La présentation obligatoire de deux documents d’identité. Depuis 2003, toute personne désireuse

d’ouvrir un compte est tenue de présenter à la banque sollicitée, deux pièces d’identité officielles portant ou non sa photographie. C’est ce qui ressort de l’article 4(1) a) du RASBB qui précise que la présentation de deux pièces d’identité suffit pour ouvrir un compte bancaire au Canada. Pour être

acceptables, ces pièces d’identité doivent être des documents originaux en cours de validité. Le choix de ces deux pièces appartient au demandeur qui peut choisir entre pièces d’identité énumérées aux parties A et B de l’annexe du RASBB soit deux pièces de la partie A, soit une pièce de la partie A et une autre de la partie B, soit une pièce de la partie A de l’annexe, et faire confirmer son identité par un client en règle de la banque ou un particulier jouissant d’une bonne réputation dans la communauté où la banque est située. Ainsi, au regard de ce qui précède, aucune banque ne saurait valablement exiger ou imposer au demandeur la présentation de telle ou telle pièce. Mais en pratique, on observe que certaines banques sont restées fidèles à leur vieille habitude en exigeant plus de deux pièces d’identité avec photo. Alors que l’exigence de la présentation d’une pièce d’identité avec photo n’est plus obligatoire.

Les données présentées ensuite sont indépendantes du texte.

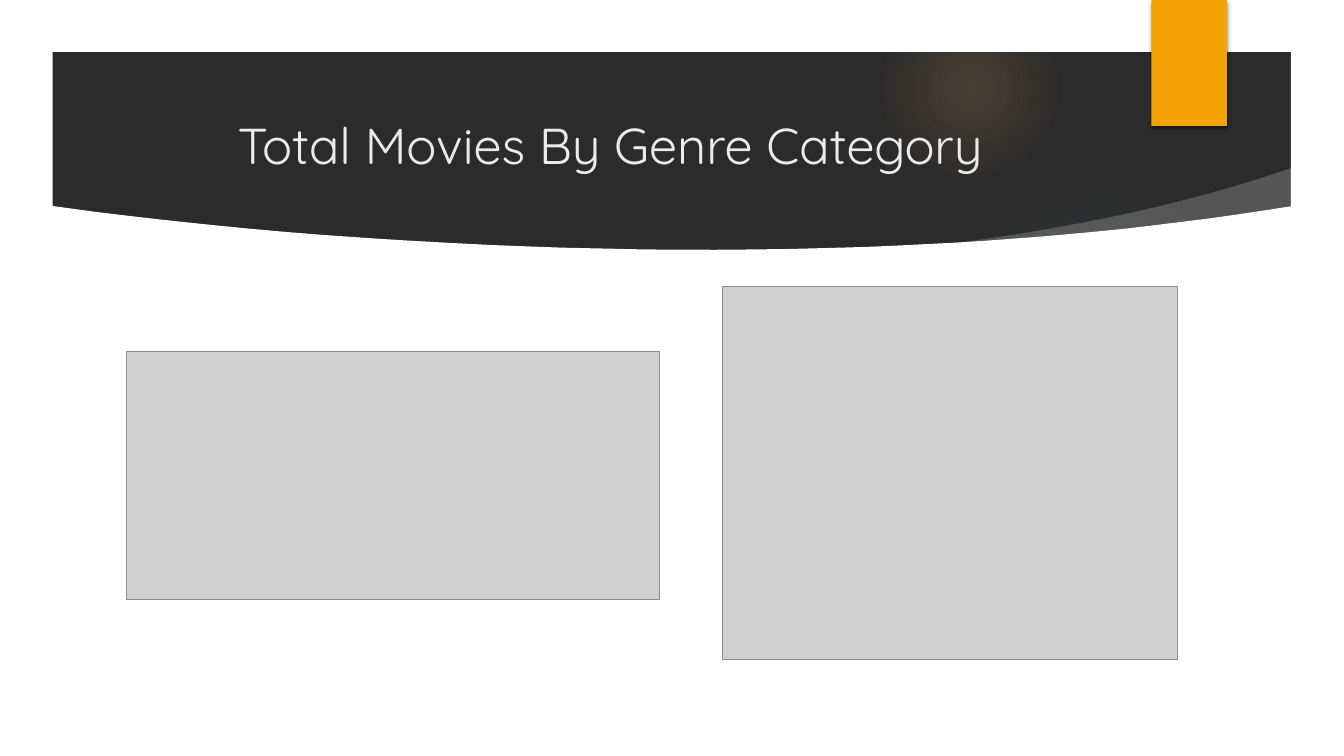
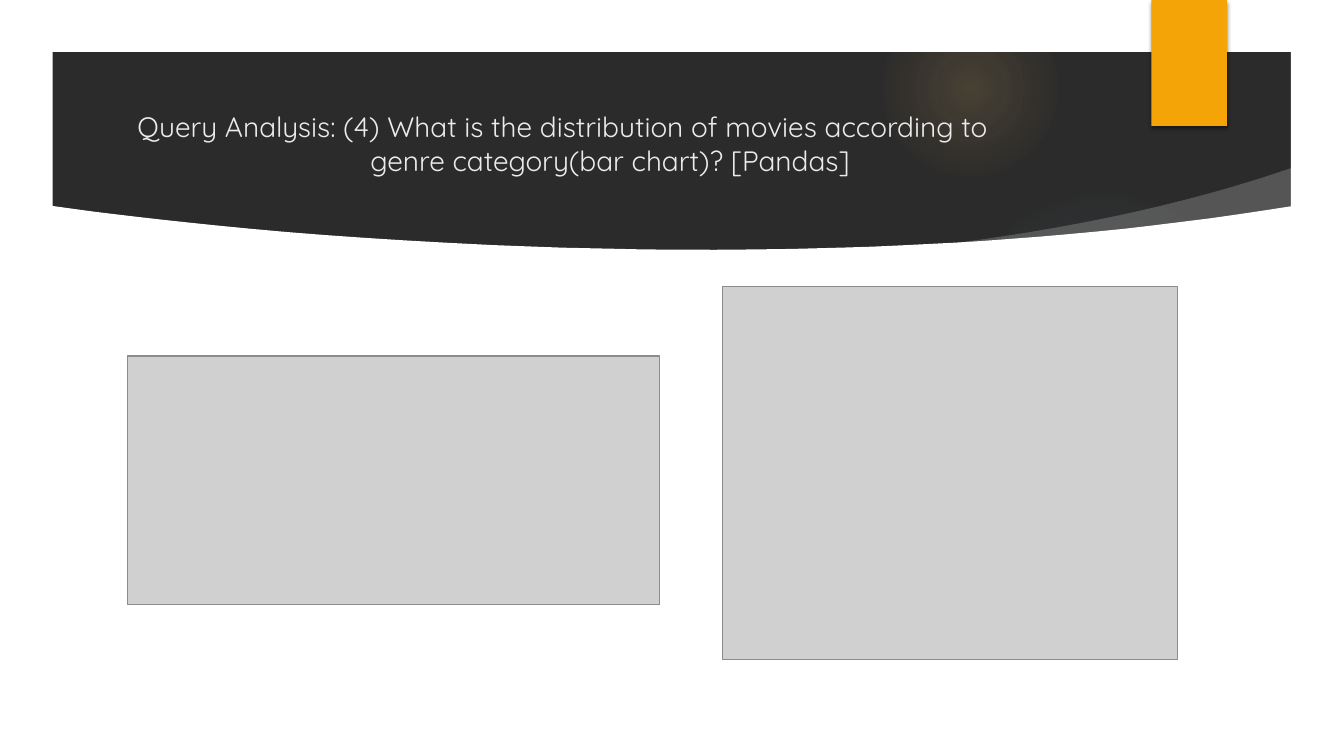
Before and after one commit to mpeteet/ETL-challenge-Team-3, a slide deck: slide 21 of Extract, Transform, Load.pptx (slide 17 before the commit). Drawn at 1344x756 pixels with LibreOffice and Linux fonts; fonts in the diff are those of the drawing; grey boxes stand for pictures; background and template pictures are left out; a plain dark background stands for a picture behind light text. Boxes give left, top, right and bottom in pixels: in the first picture for what was removed or moved away, otherwise in the second. Text is boxed around its words. In the diff, an @@ line names an element or a change of style, - is before the commit and + after.

```diff
--- a/Extract, Transform, Load.pptx
+++ b/Extract, Transform, Load.pptx
@@ title "Query Analysis: (4) What is ..." at box(137, 116, 987, 177): vertical alignment middle to top @@
@@ title at box(137, 116, 987, 177): text changed; size 36 to 20 pt @@
-Total Movies By Genre Category
+Query Analysis: (4) What is the distribution of movies according to genre category(bar chart)? [Pandas]
@@ picture: place and size @@
-picture at box(127, 351, 659, 599)
+picture at box(127, 356, 659, 604)
```
Also in this commit, not shown: 1 other slide changed, 5 slides added.

Les renseignements personnels obligatoires. En l’absence d’une adresse permanente sur les documents présentés, la loi fait obligation au demandeur de « […] fournir, verbalement ou par écrit [c]es renseignements […] si ceux-ci ne figurent pas sur les pièces d’identité fournies […] » (art. 4(1) b) RASBB). Il s’agit de ses noms et prénoms, sa date de naissance, son adresse et son emploi – seulement s’il travaille, car il n’est plus nécessaire d’avoir un emploi pour être titulaire d’un compte bancaire au Canada. À noter qu’au Canada les comptes ne sont sujet 1) ni à des dépôts minimums à l’ouverture ni à de frais de gestion mensuels et de maintien d’un certain solde créditeur pendant le fonctionnement. Ce que prévoit la loi en ces termes : « La banque ne peut exiger du particulier […] qu’il fasse un dépôt initial minimum ou qu’il maintienne un solde créditeur minimum » (a. 448.1 (2) L.B.) ; 2). Quoique, certaines banques, comme le Mouvement Desjardins, ont décidé depuis 2010 d’appliquer des frais de gestion254.